PROVIDED RECORDS: Begin

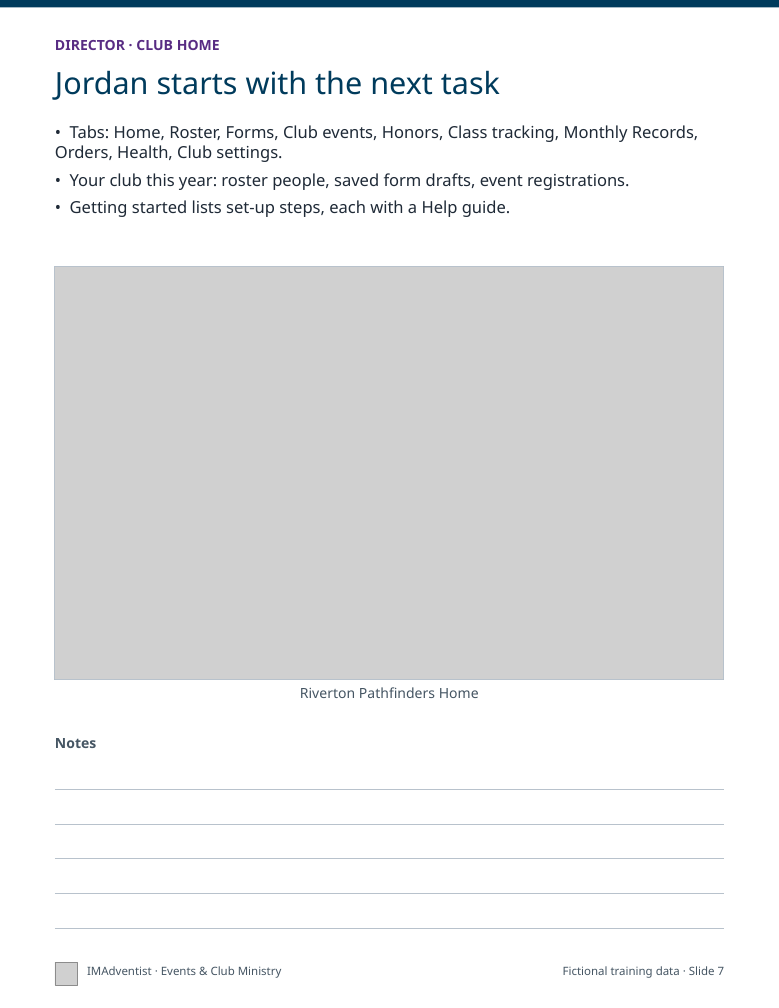
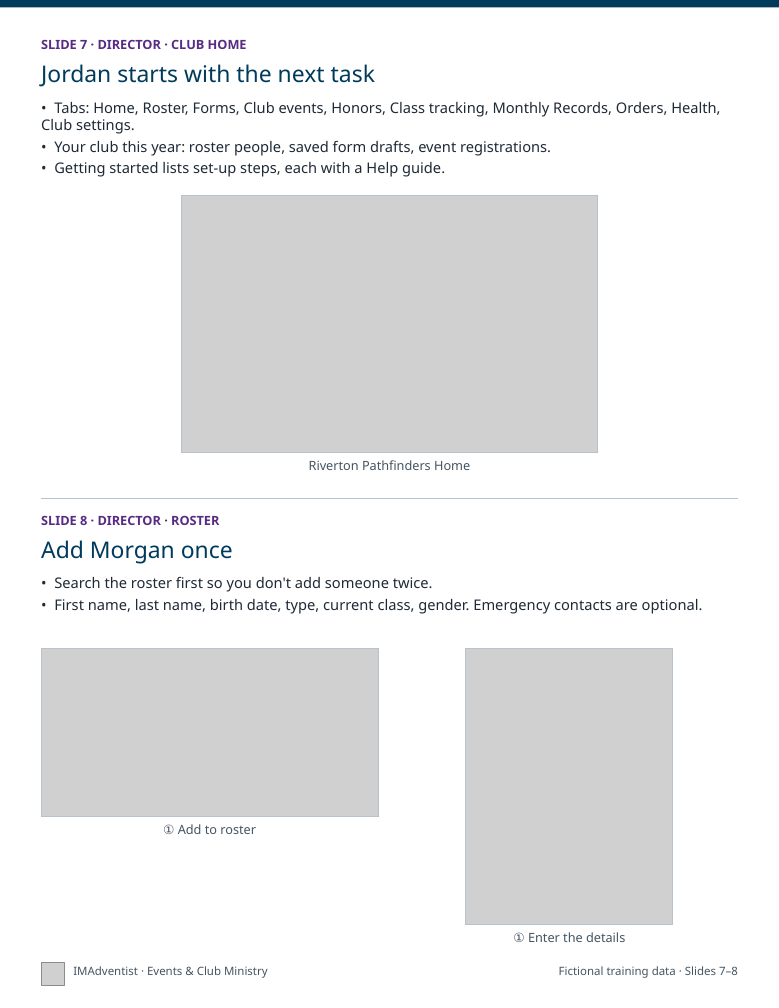
Before and after one commit to DurantTL/IMSDA-Events, a slide deck: slide 4 of docs/platform-documentation/2026-11-05/exports/IMAdventist-getting-started-print.pptx (slide 7 before the commit). Drawn at 779x1008 pixels with LibreOffice and Linux fonts; fonts in the diff are those of the drawing; grey boxes stand for pictures. Boxes give left, top, right and bottom in pixels: in the first picture for what was removed or moved away, otherwise in the second. Text is boxed around its words. In the diff, an @@ line names an element or a change of style, - is before the commit and + after.

```diff
--- a/docs/platform-documentation/2026-11-05/exports/IMAdventist-getting-started-print.pptx
+++ b/docs/platform-documentation/2026-11-05/exports/IMAdventist-getting-started-print.pptx
@@ text at (41,39,247,49): text changed; size 11 to 10 pt @@
-DIRECTOR · CLUB HOME
+SLIDE 7 · DIRECTOR · CLUB HOME
@@ text "Jordan starts with the next ...": place and size @@
-text "Jordan starts with the next ..." at (55,70,500,100)
+text "Jordan starts with the next ..." at (41,64,375,87)
@@ text "Jordan starts with the next ..." at (41,64,375,87): size 24 to 18 pt @@
@@ text "• Tabs: Home, Roster, Forms, ...": place and size @@
-text "• Tabs: Home, Roster, Forms, ..." at (55,125,698,217)
+text "• Tabs: Home, Roster, Forms, ..." at (41,102,720,177)
@@ text "• Tabs: Home, Roster, Forms, ..." at (41,102,720,177): size 13 to 11.5 pt; less space between paragraphs @@
@@ picture: place and size @@
-picture at (55,267,724,680)
+picture at (181,195,598,452)
@@ rectangle: place and size @@
-rectangle at (55,267,724,680)
+rectangle at (181,195,598,452)
@@ text "Riverton Pathfinders Home": place and size @@
-text "Riverton Pathfinders Home" at (300,687,479,698)
+text "Riverton Pathfinders Home" at (309,460,470,470)
@@ text "Riverton Pathfinders Home" at (309,460,470,470): size 11 to 10 pt @@
@@ line added from (41, 499) to (738, 499), #B8C2CC 0.75 pt @@
@@ text added at (41,515,219,525), 10 pt, text #582C83, bold @@
+SLIDE 8 · DIRECTOR · ROSTER
@@ text added at (41,540,233,564), 18 pt, text #003B5C @@
+Add Morgan once
@@ text added at (54,577,703,614), 11.5 pt, text #1F2A37 @@
+• Search the roster first so you don't add someone twice.
+• First name, last name, birth date, type, current class, gender. Emergency contacts are optional.
@@ picture added at (41,648,378,817) @@
@@ rectangle added at (41,648,378,817), outline #B8C2CC 0.75 pt @@
@@ picture added at (466,648,673,925) @@
@@ rectangle added at (466,648,673,925), outline #B8C2CC 0.75 pt @@
@@ text removed at (55,738,96,748) @@
-Notes
@@ line removed from (55, 789) to (724, 789) @@
@@ line removed from (55, 824) to (724, 824) @@
@@ text added at (163,824,256,834), 10 pt, text #455563 @@
+① Add to roster
@@ line removed from (55, 859) to (724, 859) @@
@@ line removed from (55, 894) to (724, 894) @@
@@ line removed from (55, 928) to (724, 928) @@
@@ text added at (513,932,625,942), 10 pt, text #455563 @@
+① Enter the details
@@ picture: place and size @@
-picture at (55,962,78,985)
+picture at (41,962,64,985)
@@ text "IMAdventist · Events & Club ...": place and size @@
-text "IMAdventist · Events & Club ..." at (87,966,282,978)
+text "IMAdventist · Events & Club ..." at (73,966,268,978)
@@ text at (559,966,738,978): text changed @@
-Fictional training data · Slide 7
+Fictional training data · Slides 7–8
```
Also in this commit, not shown: 15 other slides changed, 15 slides removed, 4 other files.

PROVIDED RECORDS: End

** WHAT IS BEING ASKED **
Look through the data above for the string "docs" and copy every line where it appears.

** SOLUTION **
Before and after one commit to DurantTL/IMSDA-Events, a slide deck: slide 4 of docs/platform-documentation/2026-11-05/exports/IMAdventist-getting-started-print.pptx (slide 7 before the commit). Drawn at 779x1008 pixels with LibreOffice and Linux fonts; fonts in the diff are those of the drawing; grey boxes stand for pictures. Boxes give left, top, right and bottom in pixels: in the first picture for what was removed or moved away, otherwise in the second. Text is boxed around its words. In the diff, an @@ line names an element or a change of style, - is before the commit and + after.
--- a/docs/platform-documentation/2026-11-05/exports/IMAdventist-getting-started-print.pptx
+++ b/docs/platform-documentation/2026-11-05/exports/IMAdventist-getting-started-print.pptx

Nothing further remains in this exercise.